# Dazed and Confused...



## Stressed out and confused (Apr 23, 2014)

So here goes…I am a 45 year old male on my 3rd marriage. I have 2 topics that I would appreciate input on. 

1.	Religion
2.	Money

I have been married for 1.5 years.

My wife is catholic and I am Methodist (by baptism only, not big church guy). Before I was married my wife told me that in no way would she ever leave her Catholic faith. I did not have an issue with this. I must be honest here and tell you that I am somewhat “anti-Catholic”. 

My grandfather and great grand-father were Orangemen and I am also an Orangeman. This said, I told my current wife that I didn’t have a problem going to her church once in a while and then we can go to my Presbyterian church once in a while.
This has been going ok until recently. 

I am not getting anything out of her church and me going up for communion because I feel like an outcast if I don’t, is making me feel like a hypocrite. So last Saturday before Easter we went to her church and it was 2.5 hours long. Towards the end I told her I didn’t want to go up for communion. She then decided to leave early with an attitude before she got the chance for communion herself and caused a huge fight.

Yes, I told her in the dating days that I would give her religion a chance, but it’s not doing anything for me. So do we continue going to 2 different churches or find a catholic that I can tolerate?

Money – 

So in Dec 2012 my wife quit her job. To date she has been unemployed other than a years’ worth of unemployment for 2013 and now babysitting that brings in 180.00 per week. She has 3 children from her marriage and I have 2. Add water instant Brady Bunch.

We still pay for her 20 year old daughter’s cell phone and personal loan (which I don’t agree) who goes to college full time. Her 23 year old is on her own and constantly needing money due to her over extending herself on her car and student loans.

Her son, who lives out of state, needs money. We just sent him 500.00 for help with a car. Just spend almost 200.00 for senior pictures…will be sending him 400.00 for a flight home for his grad party and then the 1500.00 for the grad party. Plus we are flying to his grad ceremony that cost 600.00 airfare..hotel which I haven’t yet booked…and rental car; not to mention dinners. Did I mention the child at college needs a car?

I am living paycheck to paycheck draining our small savings account. My wife drives a newer car I bought her so I am paying for her car, insurance, gas as well as my 21 year old truck.

I have not even mentioned that I am paying $1000.00 per month child support for my 2 kids as well as “dad can you do this and dad can you do this stuff”.

Anyway, this stress has caused me to start taking Cialis as my mind (and other parts) can’t focus.
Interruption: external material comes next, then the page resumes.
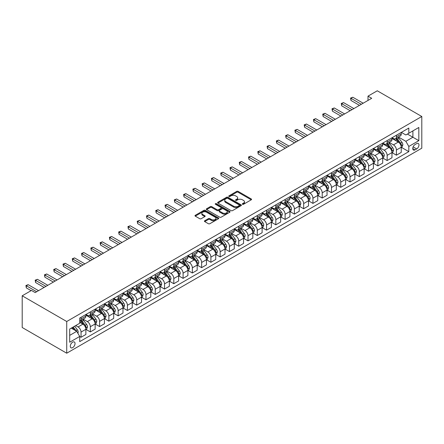 <?xml version="1.0" encoding="UTF-8"?>
<svg xmlns="http://www.w3.org/2000/svg" width="444" height="444" viewBox="0 0 444 444"><rect width="100%" height="100%" fill="white"/><g stroke="black" fill="none" stroke-linecap="round" stroke-linejoin="round"><path stroke-width="0.67" d="M242.502 204.273A0.722 0.416 0 0 0 243.523 204.273L251.26 199.806A1.032 0.594 0 0 0 251.565 199.389A1.032 0.594 0 0 0 251.26 198.968L238.151 191.397A1.032 0.594 0 0 0 236.691 191.397L228.954 195.865A0.722 0.416 0 0 0 228.743 196.159A0.722 0.416 0 0 0 228.954 196.453A0.722 0.416 0 0 0 229.975 196.453L230.974 195.876A3.297 1.904 0 0 1 235.636 195.876L236.73 196.509A3.297 1.904 0 0 1 237.695 197.852A3.297 1.904 0 0 1 236.73 199.195L235.725 199.778A0.722 0.416 0 0 0 235.514 200.072A0.722 0.416 0 0 0 235.725 200.366A0.722 0.416 0 0 0 236.746 200.366L237.751 199.789A3.297 1.904 0 0 1 242.413 199.789L243.501 200.416A3.297 1.904 0 0 1 244.466 201.765A3.297 1.904 0 0 1 243.501 203.108L242.502 203.685A0.722 0.416 0 0 0 242.291 203.979A0.722 0.416 0 0 0 242.502 204.273L242.502 203.685M72.661 347.635A3.358 1.937 120 0 0 74.853 344.677A3.358 1.937 120 0 0 74.337 341.985A3.358 1.937 120 0 0 72.661 342.152A3.358 1.937 120 0 0 70.468 345.11A3.358 1.937 120 0 0 70.979 347.802A3.358 1.937 120 0 0 72.661 347.635M204.717 220.751A1.032 0.594 0 0 0 204.418 221.168A1.032 0.594 0 0 0 204.717 221.589L208.397 223.715A1.032 0.594 0 0 0 209.851 223.715L218.448 218.753A1.032 0.594 0 0 0 218.748 218.331A1.032 0.594 0 0 0 218.448 217.91L205.333 210.339A1.032 0.594 0 0 0 203.879 210.339L195.282 215.301A1.032 0.594 0 0 0 194.983 215.723A1.032 0.594 0 0 0 195.282 216.145L199.728 218.709A1.032 0.594 0 0 0 201.182 218.709L204.862 216.589A1.032 0.594 0 0 0 205.167 216.167A1.032 0.594 0 0 0 204.862 215.745L202.658 214.474A2.753 1.593 0 0 1 201.854 213.348A2.753 1.593 0 0 1 203.552 211.877A2.753 1.593 0 0 1 206.554 212.221L215.19 217.205A2.753 1.593 0 0 1 215.995 218.331A2.753 1.593 0 0 1 214.291 219.802A2.753 1.593 0 0 1 211.288 219.458L209.851 218.626A1.032 0.594 0 0 0 208.397 218.626L204.717 220.751L204.717 221.589M421.8 116.5L377.278 90.792L367.998 96.148L371.711 98.291L35.187 292.585L31.474 290.443L22.2 295.798L66.722 321.5L421.8 116.5L421.8 148.202L66.722 353.208L66.722 321.5M231.047 210.634A1.032 0.594 0 0 0 232.506 210.634L241.098 205.672A1.032 0.594 0 0 0 241.403 205.256A1.032 0.594 0 0 0 241.098 204.834L227.988 197.264A1.032 0.594 0 0 0 226.534 197.264L217.937 202.225A1.032 0.594 0 0 0 217.638 202.647A1.032 0.594 0 0 0 217.937 203.069L231.047 210.634M215.712 204.429A0.722 0.416 0 0 1 216.444 204.534L216.444 203.674L229.776 211.372A1.032 0.594 0 0 1 230.075 211.794A1.032 0.594 0 0 1 229.776 212.215L221.179 217.177A1.032 0.594 0 0 1 219.719 217.177L206.61 209.607L206.61 208.763A1.032 0.594 0 0 0 206.31 209.185A1.032 0.594 0 0 0 206.61 209.607M206.61 208.763L210.29 206.643A1.032 0.594 0 0 1 211.744 206.643L217.061 209.712A1.032 0.594 0 0 0 218.52 209.712L220.962 208.303A1.032 0.594 0 0 0 221.262 207.881A1.032 0.594 0 0 0 220.962 207.459L215.423 204.262A0.722 0.416 0 0 1 215.212 203.968A0.722 0.416 0 0 1 215.656 203.585A0.722 0.416 0 0 1 216.444 203.674M416.677 143.617L415.046 144.561A3.252 1.876 120 0 0 412.92 147.43A3.252 1.876 120 0 0 413.42 150.039A3.252 1.876 120 0 0 415.046 149.872L416.677 148.934A3.252 1.876 120 0 0 418.803 146.065A3.252 1.876 120 0 0 418.309 143.456A3.252 1.876 120 0 0 416.677 143.617M401.354 132.373L405.844 134.965L408.813 133.25L408.813 128.066L79.709 318.076L79.709 323.26L69.691 329.043L69.691 342.235L79.709 336.452L79.709 341.636L408.813 151.632L408.813 146.448L405.844 141.309L398.468 137.046M408.813 133.25L418.831 127.467L418.831 140.665L408.813 146.448M22.2 295.798L22.2 327.5L66.722 353.208M367.998 96.148L367.998 100.433M407.403 134.066L412.898 137.235L412.898 130.897L418.831 127.467M405.844 141.309L412.898 137.235L418.831 140.665M69.691 335.381L76.74 331.313L71.251 328.144M79.709 336.497L81.047 337.268L81.047 332.084A4.196 2.425 -120 0 0 78.077 326.945L75.702 325.574M81.047 337.268L85.87 334.482L85.87 329.298A4.196 2.425 -120 0 0 82.9 324.159L79.709 322.316M85.981 329.404L90.321 331.912L90.321 326.729A4.196 2.425 -120 0 0 87.351 321.589L83.089 319.125M90.321 331.912L95.144 329.126L95.144 323.942A4.196 2.425 -120 0 0 92.174 318.803L85.87 315.162M95.255 324.053L99.595 326.556L99.595 321.373A4.196 2.425 -120 0 0 96.631 316.233L92.369 313.769M99.595 326.556L104.418 323.77L104.418 318.587A4.196 2.425 -120 0 0 101.454 313.447L95.144 309.807M104.534 318.698L108.874 321.201L108.874 316.017A4.196 2.425 -120 0 0 105.905 310.878L101.643 308.419M108.874 321.201L113.697 318.415L113.697 313.231A4.196 2.425 -120 0 0 110.728 308.092L104.418 304.451M113.808 313.342L118.148 315.845L118.148 310.661A4.196 2.425 -120 0 0 115.179 305.522L110.917 303.063M118.148 315.845L122.971 313.064L122.971 307.875A4.196 2.425 -120 0 0 120.002 302.736L113.697 299.095M123.082 307.986L127.422 310.489L127.422 305.306A4.196 2.425 -120 0 0 124.459 300.166L120.196 297.708M127.422 310.489L132.245 307.709L132.245 302.525A4.196 2.425 -120 0 0 129.282 297.38L122.971 293.739M132.356 302.63L136.702 305.133L136.702 299.95A4.196 2.425 -120 0 0 133.733 294.81L129.47 292.352M136.702 305.133L141.525 302.353L141.525 297.169A4.196 2.425 -120 0 0 138.556 292.024L132.245 288.384M141.636 297.275L145.976 299.783L145.976 294.594A4.196 2.425 -120 0 0 143.007 289.455L138.744 286.996M145.976 299.783L150.799 296.997L150.799 291.813A4.196 2.425 -120 0 0 147.83 286.669L141.525 283.028M150.91 291.919L155.25 294.428L155.25 289.244A4.196 2.425 -120 0 0 152.281 284.099L148.024 281.64M155.25 294.428L160.073 291.641L160.073 286.458A4.196 2.425 -120 0 0 157.109 281.313L150.799 277.672M160.184 286.563L164.53 289.072L164.53 283.888A4.196 2.425 -120 0 0 161.561 278.743L157.298 276.285M164.53 289.072L169.353 286.286L169.353 281.102A4.196 2.425 -120 0 0 166.383 275.963L160.073 272.316M169.464 281.207L173.804 283.716L173.804 278.532A4.196 2.425 -120 0 0 170.835 273.387L166.572 270.929M173.804 283.716L178.627 280.93L178.627 275.746A4.196 2.425 -120 0 0 175.658 270.607L169.353 266.961M178.738 275.852L183.078 278.36L183.078 273.177A4.196 2.425 -120 0 0 180.109 268.032L175.846 265.573M183.078 278.36L187.901 275.574L187.901 270.39A4.196 2.425 -120 0 0 184.932 265.251L178.627 261.61M188.012 270.496L192.352 273.005L192.352 267.821A4.196 2.425 -120 0 0 189.388 262.682L185.126 260.217M192.352 273.005L197.18 270.218L197.18 265.035A4.196 2.425 -120 0 0 194.211 259.895L187.901 256.255M197.291 265.14L201.632 267.649L201.632 262.465A4.196 2.425 -120 0 0 198.662 257.326L194.4 254.862M201.632 267.649L206.454 264.863L206.454 259.679A4.196 2.425 -120 0 0 203.485 254.54L197.18 250.899M206.565 259.79L210.906 262.293L210.906 257.109A4.196 2.425 -120 0 0 207.936 251.97L203.674 249.506M210.906 262.293L215.729 259.507L215.729 254.323A4.196 2.425 -120 0 0 212.759 249.184L206.454 245.543M215.84 254.434L220.18 256.937L220.18 251.754A4.196 2.425 -120 0 0 217.216 246.614L212.954 244.15M220.18 256.937L225.008 254.151L225.008 248.967A4.196 2.425 -120 0 0 222.039 243.828L215.729 240.187M225.119 249.078L229.459 251.582L229.459 246.398A4.196 2.425 -120 0 0 226.49 241.259L222.228 238.8M229.459 251.582L234.282 248.795L234.282 243.612A4.196 2.425 -120 0 0 231.313 238.472L225.008 234.832M234.393 243.723L238.733 246.226L238.733 241.042A4.196 2.425 -120 0 0 235.764 235.903L231.502 233.444M238.733 246.226L243.556 243.445L243.556 238.262A4.196 2.425 -120 0 0 240.587 233.117L234.282 229.476M243.667 238.367L248.007 240.87L248.007 235.686A4.196 2.425 -120 0 0 245.044 230.547L240.781 228.088M248.007 240.87L252.83 238.089L252.83 232.906A4.196 2.425 -120 0 0 249.867 227.761L243.556 224.12M252.941 233.011L257.287 235.514L257.287 230.331A4.196 2.425 -120 0 0 254.318 225.191L250.055 222.733M257.287 235.514L262.11 232.734L262.11 227.55A4.196 2.425 -120 0 0 259.141 222.405L252.83 218.764M262.221 227.655L266.561 230.164L266.561 224.98A4.196 2.425 -120 0 0 263.592 219.836L259.329 217.377M266.561 230.164L271.384 227.378L271.384 222.194A4.196 2.425 -120 0 0 268.415 217.049L262.11 213.409M271.495 222.3L275.835 224.808L275.835 219.625A4.196 2.425 -120 0 0 272.866 214.48L268.609 212.021M275.835 224.808L280.658 222.022L280.658 216.839A4.196 2.425 -120 0 0 277.694 211.694L271.384 208.053M280.769 216.944L285.115 219.453L285.115 214.269A4.196 2.425 -120 0 0 282.145 209.124L277.883 206.665M285.115 219.453L289.938 216.666L289.938 211.483A4.196 2.425 -120 0 0 286.968 206.343L280.658 202.697M290.049 211.588L294.389 214.097L294.389 208.913A4.196 2.425 -120 0 0 291.419 203.768L287.157 201.31M294.389 214.097L299.212 211.311L299.212 206.127A4.196 2.425 -120 0 0 296.242 200.988L289.938 197.347M299.323 206.232L303.663 208.741L303.663 203.557A4.196 2.425 -120 0 0 300.693 198.413L296.431 195.954M303.663 208.741L308.486 205.955L308.486 200.771A4.196 2.425 -120 0 0 305.516 195.632L299.212 191.991M308.597 200.877L312.942 203.385L312.942 198.202A4.196 2.425 -120 0 0 309.973 193.062L305.711 190.598M312.942 203.385L317.765 200.599L317.765 195.416A4.196 2.425 -120 0 0 314.796 190.276L308.486 186.635M317.876 195.521L322.216 198.03L322.216 192.846A4.196 2.425 -120 0 0 319.247 187.707L314.985 185.242M322.216 198.03L327.039 195.243L327.039 190.06A4.196 2.425 -120 0 0 324.07 184.92L317.765 181.28M327.15 190.171L331.49 192.674L331.49 187.49A4.196 2.425 -120 0 0 328.521 182.351L324.259 179.887M331.49 192.674L336.313 189.888L336.313 184.704A4.196 2.425 -120 0 0 333.344 179.565L327.039 175.924M336.424 184.815L340.764 187.318L340.764 182.134A4.196 2.425 -120 0 0 337.801 176.995L333.538 174.531M340.764 187.318L345.593 184.532L345.593 179.348A4.196 2.425 -120 0 0 342.624 174.209L336.313 170.568M345.704 179.459L350.044 181.962L350.044 176.779A4.196 2.425 -120 0 0 347.075 171.639L342.812 169.181M350.044 181.962L354.867 179.182L354.867 173.993A4.196 2.425 -120 0 0 351.898 168.853L345.593 165.212M354.978 174.103L359.318 176.607L359.318 171.423A4.196 2.425 -120 0 0 356.349 166.284L352.086 163.825M359.318 176.607L364.141 173.826L364.141 168.642A4.196 2.425 -120 0 0 361.172 163.497L354.867 159.857M364.252 168.748L368.592 171.251L368.592 166.067A4.196 2.425 -120 0 0 365.628 160.928L361.366 158.469M368.592 171.251L373.415 168.47L373.415 163.287A4.196 2.425 -120 0 0 370.451 158.142L364.141 154.501M373.532 163.392L377.872 165.901L377.872 160.711A4.196 2.425 -120 0 0 374.903 155.572L370.64 153.113M377.872 165.901L382.695 163.114L382.695 157.931A4.196 2.425 -120 0 0 379.725 152.786L373.415 149.145M382.806 158.036L387.146 160.545L387.146 155.361A4.196 2.425 -120 0 0 384.177 150.216L379.914 147.758M387.146 160.545L391.969 157.759L391.969 152.575A4.196 2.425 -120 0 0 389 147.43L382.695 143.789M392.08 152.681L396.42 155.189L396.42 150.005A4.196 2.425 -120 0 0 393.451 144.861L389.194 142.402M396.42 155.189L401.243 152.403L401.243 147.219A4.196 2.425 -120 0 0 398.279 142.08L391.969 138.434M392.08 137.729L393.451 138.522A4.196 2.425 -120 0 0 395.554 138.728A4.196 2.425 -120 0 0 396.42 136.808L396.42 135.22M382.806 143.085L384.177 143.878A4.196 2.425 -120 0 0 386.274 144.084A4.196 2.425 -120 0 0 387.146 142.163L387.146 140.576M373.526 148.44L374.903 149.234A4.196 2.425 -120 0 0 377 149.439A4.196 2.425 -120 0 0 377.872 147.519L377.872 145.932M364.252 153.796L365.628 154.59A4.196 2.425 -120 0 0 367.726 154.795A4.196 2.425 -120 0 0 368.592 152.875L368.592 151.287M354.978 159.152L356.349 159.94A4.196 2.425 -120 0 0 358.447 160.151A4.196 2.425 -120 0 0 359.318 158.231L359.318 156.643M345.704 164.508L347.075 165.296A4.196 2.425 -120 0 0 349.173 165.507A4.196 2.425 -120 0 0 350.044 163.586L350.044 161.999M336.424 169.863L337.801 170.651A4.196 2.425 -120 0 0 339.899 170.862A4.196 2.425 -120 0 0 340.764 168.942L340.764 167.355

Any help would be great. Thanks.....


----------



## survivorwife (May 15, 2012)

1. I was raised Catholic although I have somewhat strayed. Anyway, it's a rule that if you are not a practicing Catholic in good standing, you cannot participate in Communion. She should know that. If she doesn't, you might want to enlighten her. You can refuse to participate on those grounds.

2. Just say "no". Seriously. You are not obligated to pick up the tab for her children if you can't afford it. It really is that simple (I think).

She might not like either response, however, such is life.


----------



## Blondilocks (Jul 4, 2013)

Religion: You should not be taking Communion if you aren't Catholic.

Money: Her kids = her financial responsibility. She can get a job and support them as you do yours. Or, her ex can fork over the money.


----------



## A Bit Much (Sep 14, 2011)

You can say no. You have a say, and a choice in how your life together runs. She sounds like she's used to having it all her way and that's not a marriage. You are partly responsible for her attitude because you've been going along with it without much protesting. 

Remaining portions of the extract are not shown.